Every step he had taken toward handing over the resignation had been painstakingly calculated. Keep it professional. Keep it calm. Keep the truth hidden. Protect the secret.

He watched Wenlang freeze, his fingers hovering over the paper. His stomach twisted. He wanted to explain, to reassure him, to tell him everything. But he couldn't. Not now. Not in the confines of the office, with the unspoken stakes between them.

So he remained still, expression neutral, voice steady. "I'll finalize all pending tasks before leaving. Everything will be handled professionally."

Wenlang's mind raced. He couldn't ask directly. He couldn't confront him. And yet, he couldn't ignore it either. The curse, the ultimatum, the ticking clock in his mind—it pressed down on him with unbearable weight.

Gao Tu, oblivious to all of this, felt only a quiet dread gnawing at him. He had concealed his omega identity for years. He had hidden his love. He had hidden the child. And now, with a single resignation letter, he had revealed the first sliver of truth.

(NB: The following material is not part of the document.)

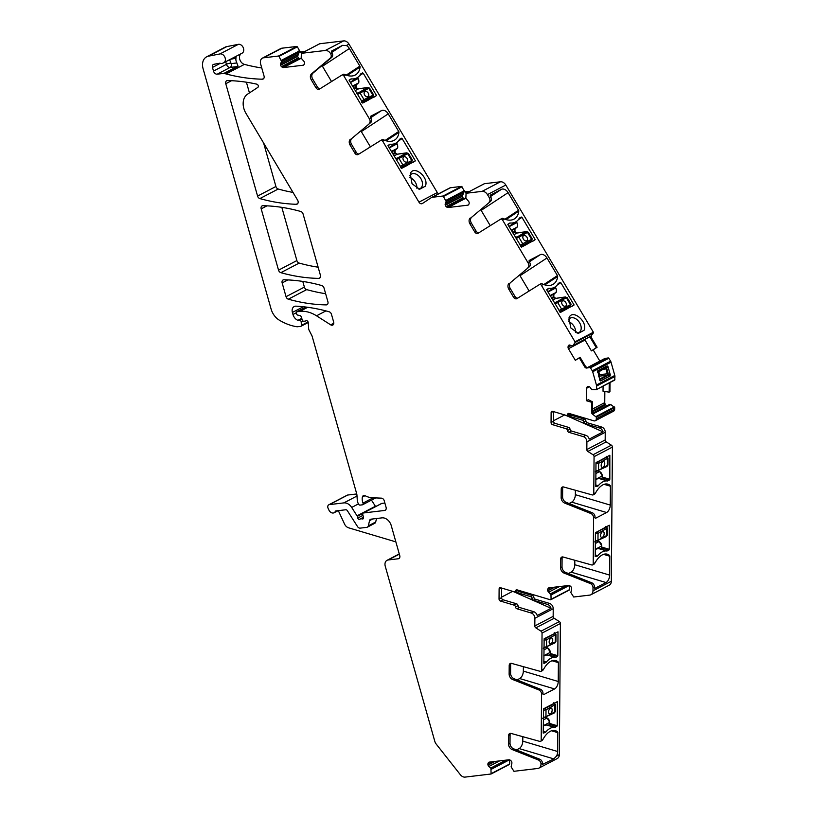 <?xml version="1.0" encoding="UTF-8"?>
<svg xmlns="http://www.w3.org/2000/svg" width="818" height="818" viewBox="0 0 818 818"><rect width="100%" height="100%" fill="white"/><g stroke="black" fill="none" stroke-linecap="round" stroke-linejoin="round"><path stroke-width="1.23" d="M598.725 376.372L599.594 374.613L598.684 371.413M597.692 371.893A1.207 0.798 -97.8 0 1 597.754 371.863L597.58 372.742M599.522 379.133L600.095 379.562L599.788 379.082A1.207 0.798 -95.2 0 1 599.512 379.143L599.512 379.133M605.115 368.059A1.207 0.767 -98.3 0 1 605.964 368.887L607.355 373.816A1.207 0.767 -95.8 0 1 606.966 375.339L608.111 375.38L608.387 374.307L607.355 373.816L599.594 374.613M604.921 368.12L605.882 367.486L604.921 368.12M605.882 368.683L606.619 368.028L605.882 367.486L597.754 371.863M607.907 366.423L610.32 374.951L608.387 374.307L606.619 368.028L607.907 366.423L607.171 365.881L605.882 367.486M597.457 371.883L597.733 370.81L599.87 380.411L600.606 380.953L610.044 376.024L610.32 374.951M599.87 380.411L600.606 380.953L600.095 379.562L608.111 375.38L610.044 376.024M597.866 371.669L597.733 370.81L607.171 365.881M614.931 376.464L596.588 386.045A3.016 2.239 -117.6 0 0 596.445 385.053L592.692 371.771L611.036 362.19L614.799 375.472A3.016 2.239 -117.6 0 1 614.931 376.464L614.707 380.084L596.353 389.665L614.911 379.695M596.588 386.045L596.557 389.276M596.455 389.572L614.707 380.084M588.019 386.423L587.569 386.648A2.117 1.564 -117.6 0 1 587.774 386.515A2.117 1.564 -117.6 0 1 588.776 386.444L588.94 386.495A2.117 1.564 -117.6 0 1 590.136 387.415L591.792 389.705L596.353 389.665M609.216 382.947L609.134 392.149L603.03 391.219L603.07 386.157M609.134 392.149L609.942 391.699L610.024 382.527M604.86 358.488L587.12 367.742L604.86 358.488L608.295 357.916L589.942 367.497L586.67 368.039A2.117 1.564 62.4 0 1 584.737 366.914L585.545 366.484L587.242 367.742L586.67 368.039M592.692 371.771A3.016 2.239 -117.6 0 0 592.273 370.81L590.494 367.824L608.848 358.243L608.295 357.916M608.848 358.243L610.627 361.229A3.016 2.239 -117.6 0 1 611.036 362.19M604.839 391.495L604.747 402.64A2.117 1.564 -117.6 0 0 605.238 404.164L605.698 404.828A2.117 1.564 -117.6 0 0 606.895 405.759L606.976 405.779M592.733 413.284L609.799 404.307M609.942 404.296L610.78 404.542L593.07 413.785M566.076 428.704L568.602 427.395A1.81 1.339 -117.6 0 1 570.023 429.205L567.508 430.524A1.81 1.339 62.4 0 0 566.076 428.704L552.498 424.665A1.81 1.339 62.4 0 1 551.056 422.558L551.127 412.558A1.81 1.339 62.4 0 1 552.6 411.321L566.189 415.37A1.81 1.339 62.4 0 0 567.631 414.409A1.81 1.339 -117.6 0 1 569.083 413.448L593.868 420.82A3.016 2.239 -117.6 0 0 595.289 420.718A3.016 2.239 -117.6 0 0 596.322 418.765L596.332 417.139L614.686 407.558L610.78 404.542M614.686 407.558L614.666 409.184L596.322 418.765M595.289 420.718L613.643 411.137A3.016 2.239 -117.6 0 0 614.666 409.184M569.625 413.959A1.81 1.339 -117.6 0 0 570.841 415.084L584.471 419.133L582.488 420.176L568.868 416.117L570.841 415.084M570.023 429.205A1.81 1.339 -117.6 0 0 571.445 431.025L585.8 435.299A4.53 3.354 -117.6 0 1 589.216 439.102L603.07 431.873A4.53 3.354 -117.6 0 0 599.655 428.07L585.34 423.806A1.81 1.339 -117.6 0 1 583.919 421.986L585.892 420.953A1.81 1.339 -117.6 0 0 584.471 419.133M585.892 420.953A1.81 1.339 -117.6 0 0 587.324 422.773L601.639 427.027L599.655 428.07M605.238 432.282L605.177 439.961L586.823 449.542L586.895 441.863L605.238 432.282A4.53 3.354 -117.6 0 0 601.639 427.027M605.177 439.961A1.81 1.339 -117.6 0 0 606.21 441.873L611.383 445.176L593.04 454.757A1.81 1.339 -117.6 0 1 594.062 456.669L593.766 493.714A1.81 1.339 -117.6 0 1 592.324 494.951L563.622 486.986A3.016 2.239 -117.6 0 0 562.242 487.099A3.016 2.239 -117.6 0 0 561.22 489.052L561.148 497.6A4.836 3.579 -117.6 0 0 564.655 503.08L590.944 513.551A3.62 2.689 -117.6 0 1 593.571 517.661L593.203 563.725A1.81 1.339 -117.6 0 1 591.762 564.972L563.05 556.997A3.016 2.239 -117.6 0 0 561.68 557.109A3.016 2.239 -117.6 0 0 560.647 559.072L560.575 567.62A4.836 3.579 -117.6 0 0 564.083 573.101L590.381 583.561A3.62 2.689 -117.6 0 1 593.009 587.682L592.978 590.831A6.043 4.479 -117.6 0 1 590.923 594.747A6.043 4.479 -117.6 0 1 589.747 595.105L573.684 597.007L570.862 592.569L571.506 589.461A2.117 1.564 -117.6 0 0 571.567 587.989L571.516 587.784A2.117 1.564 -117.6 0 0 570.647 586.424L570.054 585.933A2.117 1.564 -117.6 0 0 568.755 585.484L549.042 587.825A2.117 1.564 -117.6 0 0 548.622 587.948A2.117 1.564 -117.6 0 0 548.07 588.551L547.794 589.144A2.117 1.564 -117.6 0 0 547.723 590.616L547.784 590.811A2.117 1.564 -117.6 0 0 548.653 592.171L550.974 595.023L551.066 599.287L550.381 599.778L517.068 589.86A1.81 1.339 -117.6 0 0 515.616 590.821A1.81 1.339 62.4 0 1 514.174 591.792L500.585 587.743A1.81 1.339 62.4 0 0 499.113 588.98L501.158 587.917M594.062 456.669L612.416 447.088A1.81 1.339 -117.6 0 0 611.383 445.176M612.416 447.088L611.332 581.25L592.978 590.831M590.923 594.747L609.277 585.167A6.043 4.479 -117.6 0 0 611.332 581.25M569.328 585.535A2.117 1.564 -117.6 0 0 569.328 585.647L569.42 589.706L551.066 599.287M550.954 599.625L569.42 589.706M517.61 590.371A1.81 1.339 -117.6 0 0 518.827 591.496L532.457 595.555L530.483 596.588L516.853 592.529L518.827 591.496M518.009 605.627L515.493 606.946A1.81 1.339 62.4 0 0 514.062 605.126L516.587 603.807A1.81 1.339 -117.6 0 1 518.009 605.627A1.81 1.339 -117.6 0 0 519.43 607.447L533.786 611.721A4.53 3.354 -117.6 0 1 537.201 615.525L551.056 608.285A4.53 3.354 -117.6 0 0 547.641 604.482L533.326 600.228A1.81 1.339 -117.6 0 1 531.904 598.408L533.878 597.375A1.81 1.339 -117.6 0 0 532.457 595.555M533.878 597.375A1.81 1.339 -117.6 0 0 535.309 599.185L549.624 603.449L547.641 604.482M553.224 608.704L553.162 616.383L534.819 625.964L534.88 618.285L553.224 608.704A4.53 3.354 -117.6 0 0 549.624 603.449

He turned to leave, his steps deliberate, measured. The door clicked softly behind him. He didn't look back. He couldn't. He couldn't risk revealing more than he already had.

Wenlang sat frozen, staring at the paper. His mind spun, heart pounding. Three days... The curse, the rules, the warnings—every instinct screamed at him. He had to uncover the truth. He had to save what was theirs. But how? How could he act without asking, without exposing the secret prematurely, without losing everything?

Outside the office, Gao Tu exhaled quietly, leaning against the wall for a brief moment. He felt the weight of his own secret pressing down on him. He had no idea that unseen forces had already begun weaving a dangerous game around him. He only knew that one wrong move could ruin everything, though he didn't yet know what "everything" truly meant.

And inside, Wenlang's mind raced, calculating, planning, desperate.

The next three days would decide everything.